The Spanish Hoteliers and Caterers Assn have predicted 20,000 bars will close at the end of the various seasons. Now Spain is a big country with nearly 45 million people and a history of family bars but that is a LOT of bars. 

As Jojo says, hopefully the OP will pick up a bigger percentage of what trade there is.


----------



## Bjmcclarnon (Sep 15, 2009)

Thanks everyone for your help i understand the concern with running a bar i know there are so many people who fail i have met lots but alot of people go into it thinking how can i fail with all these tourists ready to spend thier cash and then lose thousands 
some people have no idea how to run a buisness for example a friend of mine worked on a building site for fifteen years went to spain bought a bar then 1 year later came home 

he had no experience of working or running a bar in the uk or in spain. He had never run a buisness of any kind and dived in feet first and wasnt completely commited to working 14 or 15 hours a day. 
These people tend to fail 

But jkchawner just said a guy 67 years old had a bar for nearly 25 years he must of made some money to keep it that long 

im not looking to be a millionaire i just want a better life than i have now and being in mallorca would be better even with crazy working hours


----------



## jkchawner (Dec 21, 2008)

jojo said:


> Listen you lot, give the guy a break!! I personally wouldnt wanna run a bar if someone gave me one and its stock for free!! But horses for courses and as I've said "its a dirty job, but someone has to do it" and someone has to be successful!!
> 
> TBH theres enough of them closing so on the upside, the OP may well get a bigger portion of the customers
> 
> Jo xxx


THE ONE I NO OF JO IS A VERY GOOD BUSINESS BUT MY OH DON'T WANT TO MOVE TO THE AREA THATS THE ONLY REASON WHY IM GIVING IT A MISS. sorry cap lock on again . it has books going back to 1985 been in profit every year since then. pool table alone takes 1200 euro a month we have looked at the books and viewed hence me not being on here recently. it,s a gem but we want another part of the map that's the only reason im passing it by. profit per month is very very high. and it would be a great biz. i will proberbly shoot myself for not taking it on. or the mrs


----------



## Bjmcclarnon (Sep 15, 2009)

whe is the bar jk as i know the island quite well as i lived there for five years between 1999 and 2004 i know what you mean about the pool table i had one in my pub which used to pay my rent and some what kind of price are you talking about


----------



## jojo (Sep 20, 2007)

jkchawner said:


> THE ONE I NO OF JO IS A VERY GOOD BUSINESS BUT MY OH DON'T WANT TO MOVE TO THE AREA THATS THE ONLY REASON WHY IM GIVING IT A MISS. sorry cap lock on again . it has books going back to 1985 been in profit every year since then. pool table alone takes 1200 euro a month we have looked at the books and viewed hence me not being on here recently. it,s a gem but we want another part of the map that's the only reason im passing it by. profit per month is very very high. and it would be a great biz. i will proberbly shoot myself for not taking it on. or the mrs


If its in Benalmadena then we'd be nieghbours - nearly, hey, I could drive down and visit, if you give me the right address LOLOLOL!!!! 

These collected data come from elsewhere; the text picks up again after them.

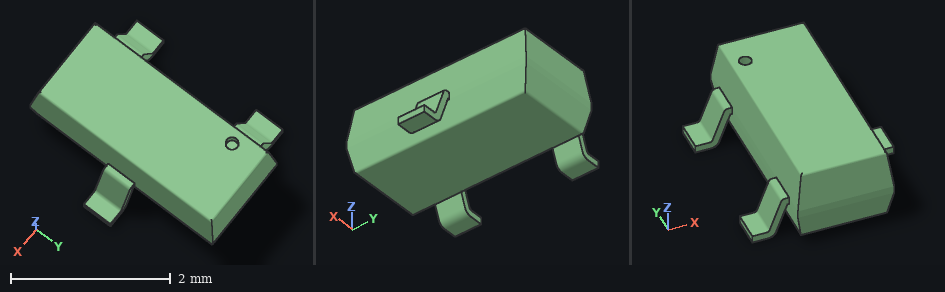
import cadquery as cq
import math

SPAN_X = 2.3
BODY_LENGTH = 2.9
TOP_Z = 1.1

BODY_WIDTH = 1.305
BODY_BOTTOM_Z = 0.102
BAND_TOP_Z = 0.58
TAPER_INSET = 0.072
EDGE_RADIUS = 0.03

MARK_DIAMETER = 0.162
MARK_DEPTH = 0.145
MARK_X = -0.39
MARK_Y = 0.945

LEAD_THICKNESS = 0.105
LEAD_WIDTH = 0.423
LEAD_PITCH = 1.895
LEAD_SLOPE = 69.5
FOOT_LENGTH = 0.223
SHOULDER_RADIUS = 0.058
HEEL_INNER_RADIUS = 0.05
HEEL_OUTER_RADIUS = 0.122

BAND_BOTTOM_Z = BAND_TOP_Z - LEAD_THICKNESS


def tapered_half(start_z, end_z):
    """Loft from the band outline to a smaller rectangle, with a rounded end face."""
    half = (
        cq.Workplane("XY", origin=(0, 0, start_z))
        .rect(BODY_WIDTH, BODY_LENGTH)
        .workplane(offset=end_z - start_z)
        .rect(BODY_WIDTH - 2 * TAPER_INSET, BODY_LENGTH - 2 * TAPER_INSET)
        .loft(ruled=True)
    )
    end_face = ">Z" if end_z > start_z else "<Z"
    return half.faces(end_face).edges().fillet(EDGE_RADIUS)


def make_body():
    band = (
        cq.Workplane("XY", origin=(0, 0, BAND_BOTTOM_Z))
        .rect(BODY_WIDTH, BODY_LENGTH)
        .extrude(LEAD_THICKNESS)
    )
    upper_half = tapered_half(BAND_TOP_Z, TOP_Z)
    lower_half = tapered_half(BAND_BOTTOM_Z, BODY_BOTTOM_Z)
    mark = (
        cq.Workplane("XY", origin=(MARK_X, MARK_Y, TOP_Z))
        .circle(MARK_DIAMETER / 2)
        .extrude(-MARK_DEPTH)
    )
    return band.union(upper_half).union(lower_half).cut(mark)


def make_lead(center_y):
    """Lead on the -X side, from the body's side face out to the foot tip."""
    slope = math.radians(LEAD_SLOPE)
    tip_x = -SPAN_X / 2
    root_x = -BODY_WIDTH / 2
    heel_x = tip_x + FOOT_LENGTH
    shoulder_x = heel_x + (BAND_TOP_Z - LEAD_THICKNESS) / math.tan(slope)
    bend_shift = LEAD_THICKNESS * math.tan(slope / 2)
    lead = (
        cq.Workplane("XZ", origin=(0, center_y + LEAD_WIDTH / 2, 0))
        .moveTo(tip_x, 0)
        .lineTo(heel_x + bend_shift, 0)
        .lineTo(shoulder_x + bend_shift, BAND_BOTTOM_Z)
        .lineTo(root_x, BAND_BOTTOM_Z)
        .lineTo(root_x, BAND_TOP_Z)
        .lineTo(shoulder_x, BAND_TOP_Z)
        .lineTo(heel_x, LEAD_THICKNESS)
        .lineTo(tip_x, LEAD_THICKNESS)
        .close()
        .extrude(LEAD_WIDTH)
    )

    def round_bend(solid, x, z, radius):
        bend_edge = cq.selectors.NearestToPointSelector((x, center_y, z))
        return solid.edges("|Y").edges(bend_edge).fillet(radius)

    lead = round_bend(lead, shoulder_x, BAND_TOP_Z, SHOULDER_RADIUS)
    lead = round_bend(lead, heel_x, LEAD_THICKNESS, HEEL_INNER_RADIUS)
    return round_bend(lead, heel_x + bend_shift, 0, HEEL_OUTER_RADIUS)


body = make_body()

lead_places = [(-LEAD_PITCH / 2, 0), (LEAD_PITCH / 2, 0), (0, 180)]
leads = []
for lead_y, turn in lead_places:
    lead = make_lead(lead_y).rotate((0, 0, 0), (0, 0, 1), turn)
    leads.append(lead.val())

result = cq.Compound.makeCompound([body.val(), *leads])

The OP is looking at Mallorca tho and its a very different place to the Mainland!

Jo xxx


----------



## jkchawner (Dec 21, 2008)

Bjmcclarnon said:


> whe is the bar jk as i know the island quite well as i lived there for five years between 1999 and 2004 i know what you mean about the pool table i had one in my pub which used to pay my rent and some what kind of price are you talking about


if u email me [email protected] i will tell u more sorry but not fair to the owner to put it on here really its not there though its mainland spain


----------



## SteveHall (Oct 17, 2008)

Benálmadena - 25 years? I am struggling to think of an expat bar that's been under one owner for 25years - Bees Knees? White Horse? The Spanish/English one opposite the front of La Roca

Could be the pueblo but I don't know that area so well. The pueblo could perhaps take a couple of extra quality bars but the Costa, Bonanza, Solymar and the La Parada strip? I think not.


----------



## Bjmcclarnon (Sep 15, 2009)

the mainland intrests me but whether the other half could be tempted is a battle that i doubt i could win


----------



## jkchawner (Dec 21, 2008)

jojo said:


> If its in Benalmadena then we'd be nieghbours - nearly, hey, I could drive down and visit, if you give me the right address LOLOLOL!!!!
> 
> The OP is looking at Mallorca tho and its a very different place to the Mainland!
> 
> Jo xxx


first of all young lady you would have to buy a car that can make the trip first 
2nd without crashing it  
we are going to visit your area again shortly not sure when though work is hectic at the min. and we have just got back from holiday again anyway  life's so easy when the kid's reach 18+ 
next time we meet up though i will have the right hotel name i promise 
RIGHT FOSTERS TIME LATERZ :clap2:


----------



## jkchawner (Dec 21, 2008)

bjmcclarnon said:


> the mainland intrests me but whether the other half could be tempted is a battle that i doubt i could win


well u have my email address if u want to no more mate good luck


----------



## Bjmcclarnon (Sep 15, 2009)

thank you all good nite


----------



## jkchawner (Dec 21, 2008)

SteveHall said:


> Benálmadena - 25 years? I am struggling to think of an expat bar that's been under one owner for 25years - Bees Knees? White Horse? The Spanish/English one opposite the front of La Roca
> 
> Could be the pueblo but I don't know that area so well. The pueblo could perhaps take a couple of extra quality bars but the Costa, Bonanza, Solymar and the La Parada strip? I think not.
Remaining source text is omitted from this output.